# under water pictures of fish



## Terry G. (Jul 17, 2006)

wanting to draw few more fish pictures , does any body have any "good & clear" under water fish pictures ?


----------



## Arlon (Feb 8, 2005)

there is an "under water" forum on texasphotoforum.com. Some excellent fish pics over there..


----------



## Terry G. (Jul 17, 2006)

thanks pard. i'll go check it out.


----------



## michaelbaranowski (May 24, 2004)

What kind of fish?

I have many photos of tropical fish from trips to Mexico and Cayman's. Is there any special fish you are looking for?


----------



## activescrape (Jan 8, 2006)

*barracuda*

Here's a barracuda.
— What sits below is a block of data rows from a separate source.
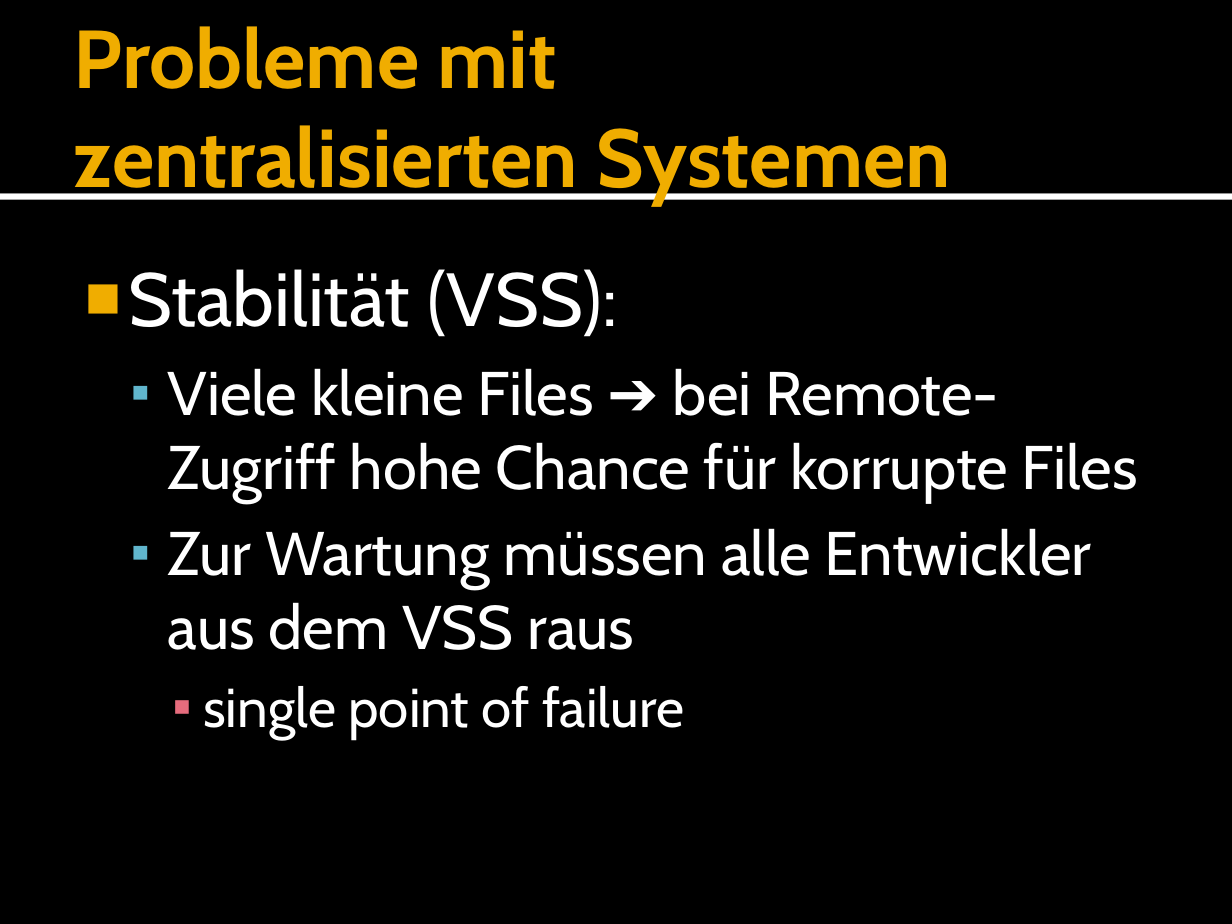
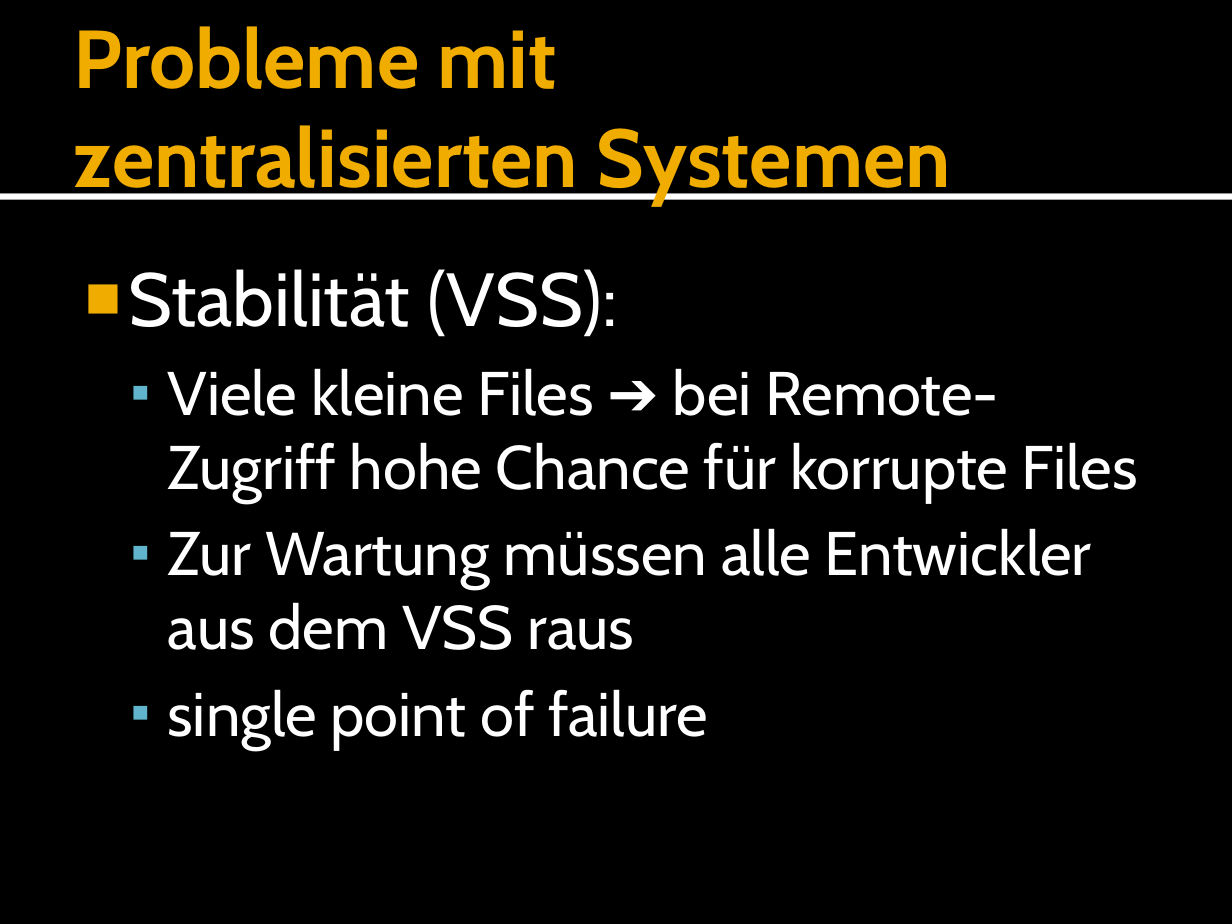
Before and after one commit to forki/GitTalk, a slide deck: slide 8 of GitTalk.pptx. Drawn at 1232x924 pixels with LibreOffice and Linux fonts; fonts in the diff are those of the drawing. Boxes give left, top, right and bottom in pixels: in the first picture for what was removed or moved away, otherwise in the second. Text is boxed around its words. In the diff, an @@ line names an element or a change of style, - is before the commit and + after.

```diff
--- a/GitTalk.pptx
+++ b/GitTalk.pptx
@@ text at (168,689,708,750): size 32 to 36 pt in "single point of failure"; list level 3 to 2 in "single point of failure"; bullet colour #E66C7D to #60B5CC @@
```
Also in this commit, not shown: 3 other slides changed, 1 slide added, 1 other file.
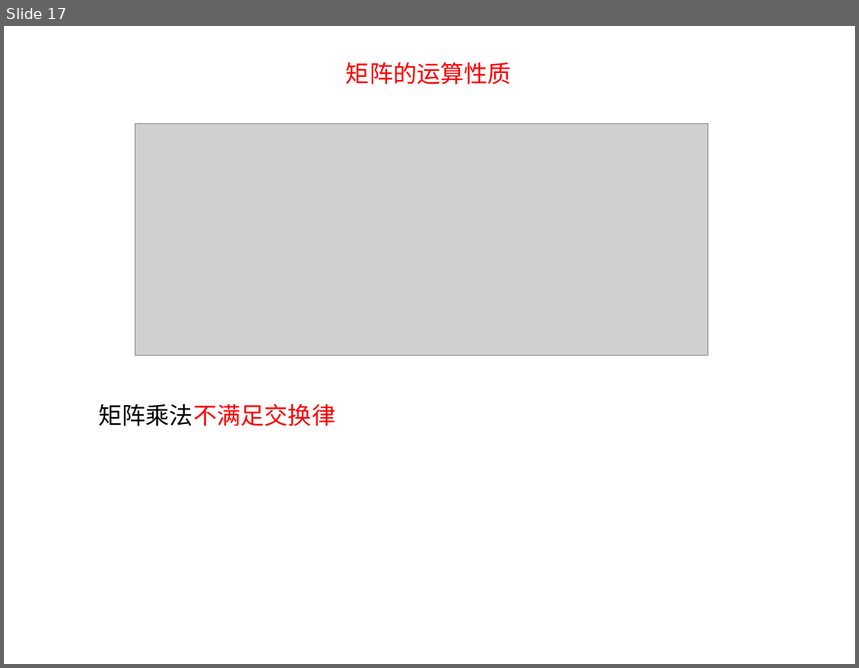
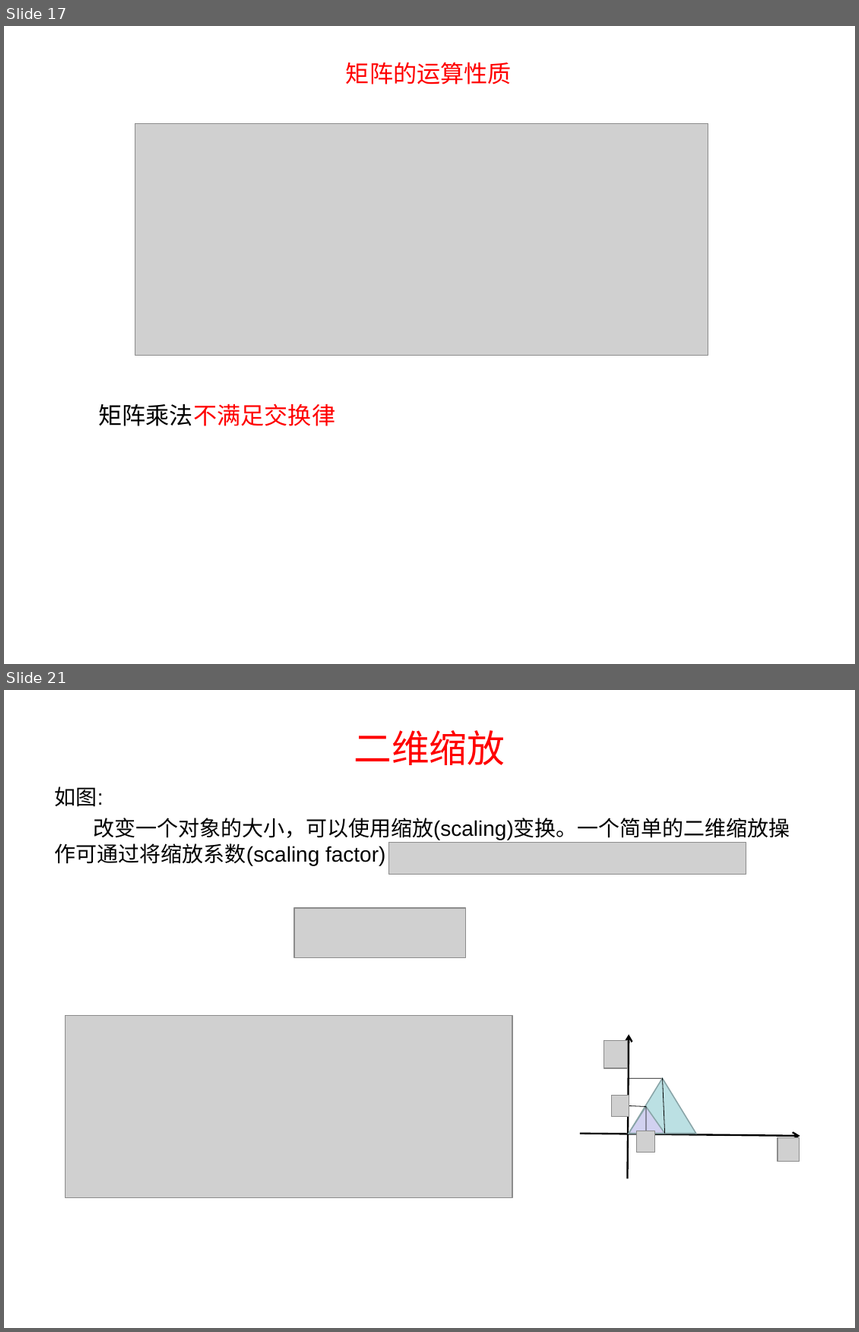
Before and after one commit to lhswei/3Dtransform, a slide deck: 3D数学基础transform.ppt. Shown one above the other, each under a label of ours: slide 17 before the commit, slides 17 and 21 after it; the slides between them are not shown. The pictures are 859x668 and 859x1332 pixels, drawn with LibreOffice and Linux fonts; fonts in the diff are those of the drawing; grey boxes stand for pictures; background and template pictures are left out. Boxes give left, top, right and bottom in pixels: in the first picture for what was removed or moved away, otherwise in the second. Text is boxed around its words. In the diff, an @@ line names an element or a change of style, - is before the commit and + after.

```diff
--- a/3D数学基础transform.ppt
+++ b/3D数学基础transform.ppt
@@ slide 21 added at box(4, 690, 855, 1328), background #FFFFFF @@
@@ title added at box(354, 730, 505, 765), 32 pt, text #FF0000 @@
+二维缩放
@@ text added at box(55, 787, 791, 866), 18 pt, text #000000 @@
+如图:
+改变一个对象的大小，可以使用缩放(scaling)变换。一个简单的二维缩放操作可通过将缩放系数(scaling factor)
@@ picture added at box(389, 842, 747, 875) @@
@@ line added from (629, 1078) to (663, 1078), #000000 0.51 pt @@
@@ group added at box(66, 908, 800, 1198): 6 pictures, 3 lines, 2 arrows, 2 triangles @@
```
Also in this commit, not shown: 4 other slides added, 1 slide removed.
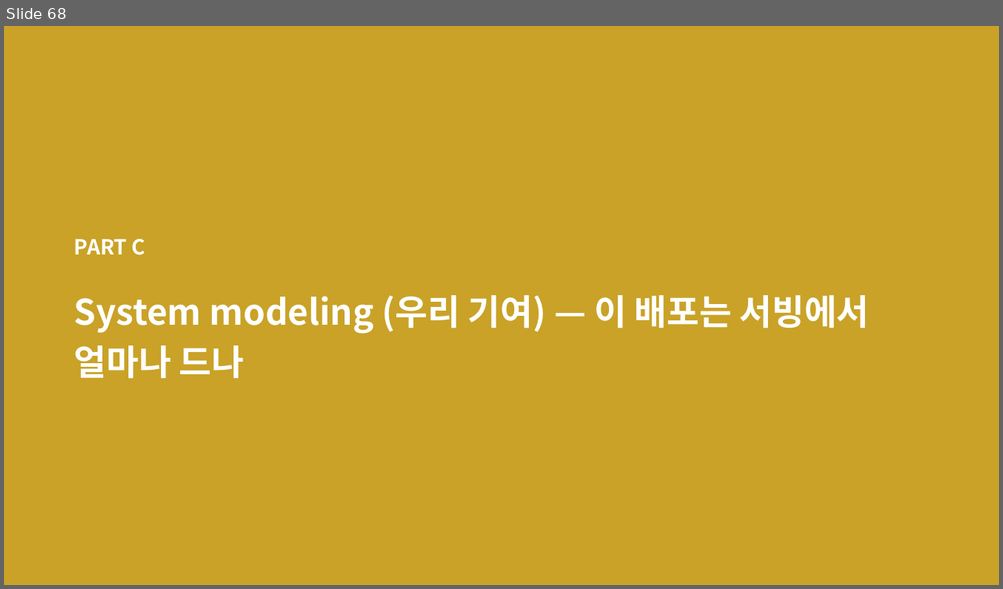
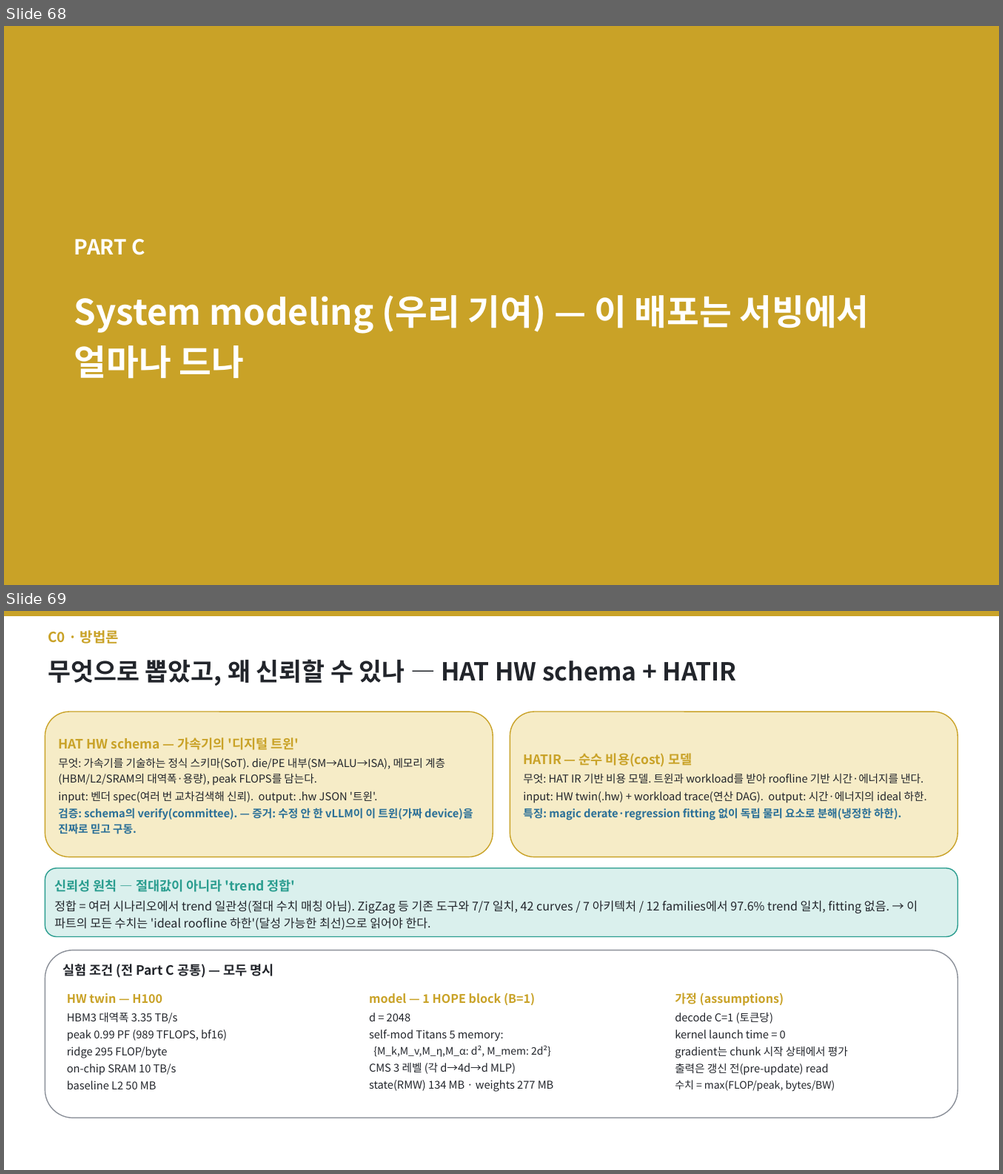
Before and after one commit to jimmylegendary/neural-memory-study, a slide deck: seminar/TTT-seminar.pptx. Shown one above the other, each under a label of ours: slide 68 before the commit, slides 68 and 69 after it. The pictures are 1003x589 and 1003x1174 pixels, drawn with LibreOffice and Linux fonts; fonts in the diff are those of the drawing. Boxes give left, top, right and bottom in pixels: in the first picture for what was removed or moved away, otherwise in the second. Text is boxed around its words. In the diff, an @@ line names an element or a change of style, - is before the commit and + after.

```diff
--- a/seminar/TTT-seminar.pptx
+++ b/seminar/TTT-seminar.pptx
@@ slide 69 added at (4,611,999,1170), background #FFFFFF @@
@@ rectangle added at (4,611,999,615), fill #C9A227, outline #C9A227 1 pt @@
@@ text added at (48,630,119,644), 13.5 pt, text #C9A227, bold @@
+C0 · 방법론
@@ text added at (48,659,736,686), 24 pt, text #22252B, bold @@
+무엇으로 뽑았고, 왜 신뢰할 수 있나 — HAT HW schema + HATIR
@@ rounded rectangle added at (45,712,492,857), fill #F6ECC7, outline #C9A227 1 pt, 10.5 pt, text #22252B @@
+HAT HW schema — 가속기의 '디지털 트윈'
+무엇: 가속기를 기술하는 정식 스키마(SoT). die/PE 내부(SM→ALU→ISA), 메모리 계층(HBM/L2/SRAM의 대역폭·용량), peak FLOPS를 담는다.
+input: 벤더 spec(여러 번 교차검색해 신뢰). output: .hw JSON '트윈'.
+검증: schema의 verify(committee). — 증거: 수정 안 한 vLLM이 이 트윈(가짜 device)을 진짜로 믿고 구동.
@@ rounded rectangle added at (510,712,958,857), fill #F6ECC7, outline #C9A227 1 pt, 10.5 pt, text #22252B @@
+HATIR — 순수 비용(cost) 모델
+무엇: HAT IR 기반 비용 모델. 트윈과 workload를 받아 roofline 기반 시간·에너지를 낸다.
+input: HW twin(.hw) + workload trace(연산 DAG). output: 시간·에너지의 ideal 하한.
+특징: magic derate·regression fitting 없이 독립 물리 요소로 분해(냉정한 하한).
@@ rounded rectangle added at (45,869,958,937), fill #DAF0ED, outline #2A9D8F 1 pt, 11.5 pt, text #22252B @@
+신뢰성 원칙 — 절대값이 아니라 'trend 정합'
+정합 = 여러 시나리오에서 trend 일관성(절대 수치 매칭 아님). ZigZag 등 기존 도구와 7/7 일치, 42 curves / 7 아키텍처 / 12 families에서 97.6% trend 일치, fitting 없음. → 이 파트의 모든 수치는 'ideal roofline 하한'(달성 가능한 최선)으로 읽어야 한다.
@@ rounded rectangle added at (45,951,958,1119), fill #FFFFFF, outline #8A8F98 1 pt @@
@@ text added at (63,964,274,978), 12.5 pt, text #22252B, bold @@
+실험 조건 (전 Part C 공통) — 모두 명시
@@ text added at (67,994,227,1090), 10.5 pt, text #22252B @@
+HW twin — H100
+HBM3 대역폭 3.35 TB/s
+peak 0.99 PF (989 TFLOPS, bf16)
+ridge 295 FLOP/byte
+on-chip SRAM 10 TB/s
+baseline L2 50 MB
@@ text added at (369,994,553,1092), 10.5 pt, text #22252B @@
+model — 1 HOPE block (B=1)
+d = 2048
+self-mod Titans 5 memory:
+{M_k,M_v,M_η,M_α: d², M_mem: 2d²}
+CMS 3 레벨 (각 d→4d→d MLP)
+state(RMW) 134 MB · weights 277 MB
@@ text added at (674,993,848,1092), 10.5 pt, text #22252B @@
+가정 (assumptions)
+decode C=1 (토큰당)
+kernel launch time = 0
+gradient는 chunk 시작 상태에서 평가
+출력은 갱신 전(pre-update) read
+수치 = max(FLOP/peak, bytes/BW)
```
Also in this commit, not shown: 2 other slides added, 1 slide removed, 2 other files.

Not the best photo but it might make a good painting.


----------



## dicklaxt (Jun 2, 2005)

How about posting some of your drawings,,,,,,,I have seen some of them in the past and they are well worth looking at.You are very talented,be on the look out for some of these folks if he does post up.I'm sure many have seen his work but also many haven't I'm sure

dick


----------



## Terry G. (Jul 17, 2006)

thanks all and thank you Dick for the kind words.

my sig on the bottom has a link to my "ink" web site, and yes the barracuda would make a neat painting .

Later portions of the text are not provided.